Exercise input:
......
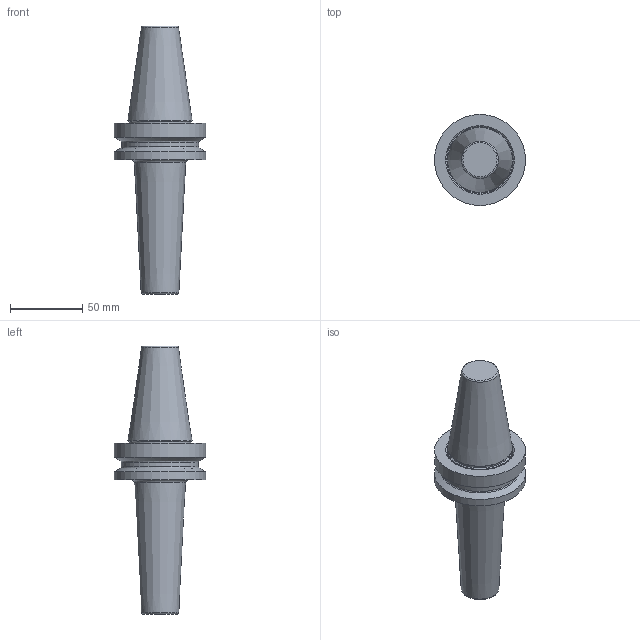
import cadquery as cq
import math


gauge_diameter = 44.45
taper_ratio = 7 / 24
shank_length = 65.4
shank_tip_fillet = 1.0

neck_diameter = 43.0
neck_chamfer = (gauge_diameter - neck_diameter) / 2
relief_diameter = 47.5
relief_depth = 0.6
relief_side_width = 0.8

flange_diameter = 63.0
flange_top = -2.0
flange_bottom = -27.0

groove_center = -16.6
groove_floor_diameter = 53.4
groove_floor_width = 4.5
groove_wall_angle = 30
groove_floor_fillet = 1.0

nose_end = -120.0
nose_end_diameter = 26.0
nose_half_angle = 3
nose_end_fillet = 1.0
nose_root_fillet = 2.5

selection_margin = 0.1


def turned(profile_points):
    """Solid of revolution about Z from (radius, height) points."""
    return cq.Workplane("XZ").polyline(profile_points).close().revolve(360, (0, 0), (0, 1))


def make_shank():
    tip_diameter = gauge_diameter - shank_length * taper_ratio
    shank = turned([
        (0, flange_top),
        (neck_diameter / 2, flange_top),
        (neck_diameter / 2, -neck_chamfer),
        (gauge_diameter / 2, 0),
        (tip_diameter / 2, shank_length),
        (0, shank_length),
    ])
    return shank.faces(">Z").edges().fillet(shank_tip_fillet)


def make_flange():
    height = flange_top - flange_bottom
    return cq.Workplane("XY").workplane(offset=flange_bottom).circle(flange_diameter / 2).extrude(height)


def make_relief():
    """Ring with sloping sides, cut into the flange top around the neck."""
    inner_radius = neck_diameter / 2
    outer_radius = relief_diameter / 2
    relief_floor = flange_top - relief_depth
    return turned([
        (inner_radius, flange_top),
        (inner_radius + relief_side_width, relief_floor),
        (outer_radius - relief_side_width, relief_floor),
        (outer_radius, flange_top),
    ])


def make_gripper_groove():
    floor_radius = groove_floor_diameter / 2
    outer_radius = flange_diameter / 2
    floor_half_width = groove_floor_width / 2
    wall_rise = (outer_radius - floor_radius) * math.tan(math.radians(groove_wall_angle))
    mouth_half_width = floor_half_width + wall_rise
    groove = turned([
        (floor_radius, groove_center - floor_half_width),
        (outer_radius, groove_center - mouth_half_width),
        (outer_radius, groove_center + mouth_half_width),
        (floor_radius, groove_center + floor_half_width),
    ])
    floor_edges = groove.edges(cq.selectors.RadiusNthSelector(0))
    return floor_edges.fillet(groove_floor_fillet)


def make_nose():
    length = flange_bottom - nose_end
    root_radius = nose_end_diameter / 2 + length * math.tan(math.radians(nose_half_angle))
    nose = turned([
        (0, nose_end),
        (nose_end_diameter / 2, nose_end),
        (root_radius, flange_bottom),
        (0, flange_bottom),
    ])
    return nose.faces("<Z").edges().fillet(nose_end_fillet)


def fillet_nose_root(body):
    """Round the corner where the nose meets the underside of the flange."""
    underside = cq.selectors.BoxSelector(
        (-flange_diameter, -flange_diameter, flange_bottom - selection_margin),
        (flange_diameter, flange_diameter, flange_bottom + selection_margin),
        boundingbox=True,
    )
    root_edge = body.edges(underside).edges(cq.selectors.RadiusNthSelector(0))
    return root_edge.fillet(nose_root_fillet)


flange = make_flange().cut(make_relief()).cut(make_gripper_groove())
body = fillet_nose_root(flange.union(make_nose()))
result = body.union(make_shank())
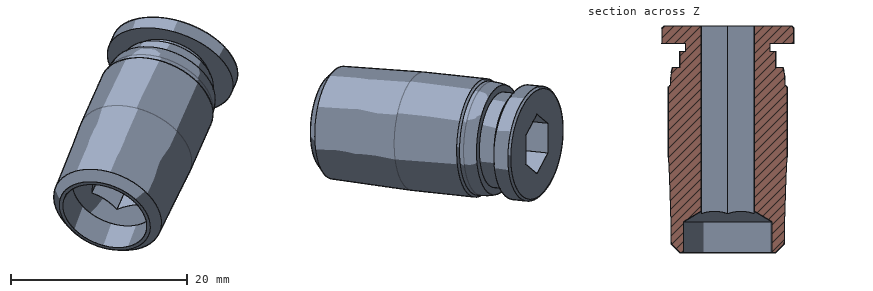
import cadquery as cq
import math

LENGTH = 25.7

FULL_TURN = 360
QUARTER_TURN = 90
AXIS_START = (0, 0, 0)
AXIS_END = (0, 1, 0)

FLANGE_WIDTH = 15.0
FLANGE_HEIGHT = 13.0
FLANGE_THICKNESS = 2.0
FLANGE_CHAMFER = 0.25

NECK_RADIUS = 4.8
NECK_LENGTH = 0.9
SLEEVE_RADIUS = 5.45
SLEEVE_LENGTH = 1.8
COLLAR_TOP_RADIUS = 6.27
COLLAR_RADIUS = 6.5
COLLAR_ARC_LENGTH = 1.5
COLLAR_BAND_LENGTH = 0.5
BODY_RADIUS = 6.75
BODY_CHAMFER = BODY_RADIUS - COLLAR_RADIUS

TAPER_START = 11.0
TIP_RADIUS = 6.43
TIP_CHAMFER = 1.0
TIP_FACE_RADIUS = TIP_RADIUS - TIP_CHAMFER

BORE_RADIUS = 5.0
BORE_DEPTH = 3.5
CONE_ANGLE = 118.0
CONE_DEPTH = BORE_RADIUS / math.tan(math.radians(CONE_ANGLE / 2))
HEX_SIDES = 6
HEX_ACROSS_FLATS = 6.0
HEX_ACROSS_CORNERS = HEX_ACROSS_FLATS / math.cos(math.pi / HEX_SIDES)


def make_turned_body():
    """Stepped barrel from the open tip up to the underside of the flange."""
    flange_y = LENGTH - FLANGE_THICKNESS
    neck_y = flange_y - NECK_LENGTH
    sleeve_y = neck_y - SLEEVE_LENGTH
    collar_arc_y = sleeve_y - COLLAR_ARC_LENGTH
    body_y = collar_arc_y - COLLAR_BAND_LENGTH
    profile = (
        cq.Workplane("ZY")
        .moveTo(0, 0)
        .lineTo(TIP_FACE_RADIUS, 0)
        .lineTo(TIP_RADIUS, TIP_CHAMFER)
        .lineTo(BODY_RADIUS, TAPER_START)
        .lineTo(BODY_RADIUS, body_y - BODY_CHAMFER)
        .lineTo(COLLAR_RADIUS, body_y)
        .lineTo(COLLAR_RADIUS, collar_arc_y)
        .tangentArcPoint((COLLAR_TOP_RADIUS, sleeve_y), relative=False)
        .lineTo(SLEEVE_RADIUS, sleeve_y)
        .lineTo(SLEEVE_RADIUS, neck_y)
        .lineTo(NECK_RADIUS, neck_y)
        .lineTo(NECK_RADIUS, flange_y)
        .lineTo(0, flange_y)
        .close()
    )
    return profile.revolve(FULL_TURN, AXIS_START, AXIS_END)


def make_flange():
    """Elliptical flange with its outer rim chamfered."""
    return (
        cq.Workplane("XZ", origin=(0, LENGTH, 0))
        .ellipse(FLANGE_WIDTH / 2, FLANGE_HEIGHT / 2)
        .extrude(FLANGE_THICKNESS)
        .faces(">Y")
        .chamfer(FLANGE_CHAMFER)
    )


def make_bore():
    """Round socket ending in a cone."""
    return (
        cq.Workplane("XY")
        .moveTo(0, 0)
        .lineTo(BORE_RADIUS, 0)
        .lineTo(BORE_RADIUS, BORE_DEPTH)
        .lineTo(0, BORE_DEPTH + CONE_DEPTH)
        .close()
        .revolve(FULL_TURN, AXIS_START, AXIS_END)
    )


def make_hex_hole():
    """Hexagonal through hole with two flats facing +X and -X."""
    return (
        cq.Workplane("XZ")
        .transformed(rotate=(0, 0, QUARTER_TURN))
        .polygon(HEX_SIDES, HEX_ACROSS_CORNERS)
        .extrude(-LENGTH)
    )


result = make_turned_body().union(make_flange()).cut(make_bore()).cut(make_hex_hole())
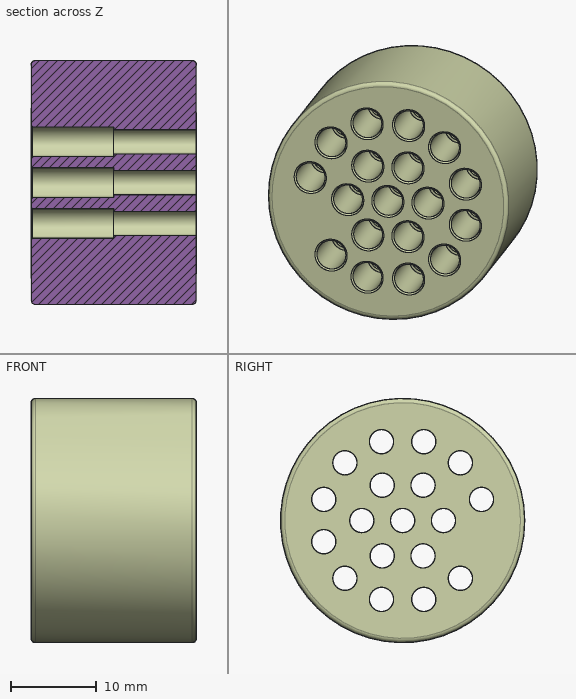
import cadquery as cq
import math

body_diameter = 28.5
body_length = 19.3
rim_fillet = 0.5

bore_diameter = 3.42
bore_depth = body_length / 2
hole_diameter = 2.8
mouth_chamfer = 0.2

inner_ring_radius = 4.75
inner_ring_count = 6
outer_ring_radius = 2 * inner_ring_radius
outer_ring_count = 12
omitted_outer_index = 11

entry_x = -body_length / 2


def ring_points(radius, count, start_angle):
    """Evenly spaced (y, z) points, counted from +Y towards +Z, angles in degrees."""
    step = 360 / count
    angles = [math.radians(start_angle + step * index) for index in range(count)]
    return [(radius * math.cos(angle), radius * math.sin(angle)) for angle in angles]


def make_body():
    """Solid cylinder from the -X face to the +X face with rounded rims."""
    cylinder = cq.Workplane("YZ", origin=(entry_x, 0, 0)).circle(body_diameter / 2).extrude(body_length)
    return cylinder.faces("<X or >X").edges().fillet(rim_fillet)


def make_hole_cutter():
    """Revolved cutter along X: chamfered mouth, wide bore, step, narrow hole."""
    bore_radius = bore_diameter / 2
    hole_radius = hole_diameter / 2
    step_x = entry_x + bore_depth
    exit_x = entry_x + body_length
    profile = (
        cq.Workplane("XY")
        .moveTo(entry_x, 0)
        .lineTo(entry_x, bore_radius + mouth_chamfer)
        .lineTo(entry_x + mouth_chamfer, bore_radius)
        .lineTo(step_x, bore_radius)
        .lineTo(step_x, hole_radius)
        .lineTo(exit_x, hole_radius)
        .lineTo(exit_x, 0)
        .close()
    )
    return profile.revolve(360, (0, 0, 0), (1, 0, 0))


centre_point = (0, 0)
inner_points = ring_points(inner_ring_radius, inner_ring_count, 0)
half_outer_step = 360 / outer_ring_count / 2
outer_points = ring_points(outer_ring_radius, outer_ring_count, half_outer_step)
outer_points.pop(omitted_outer_index)

result = make_body()
cutter = make_hole_cutter()
for y, z in [centre_point] + inner_points + outer_points:
    result = result.cut(cutter.translate((0, y, z)))
......
Take every line above that includes the string "chamfered" and return it.

Result for this task:
    """Elliptical flange with its outer rim chamfered."""
    """Revolved cutter along X: chamfered mouth, wide bore, step, narrow hole."""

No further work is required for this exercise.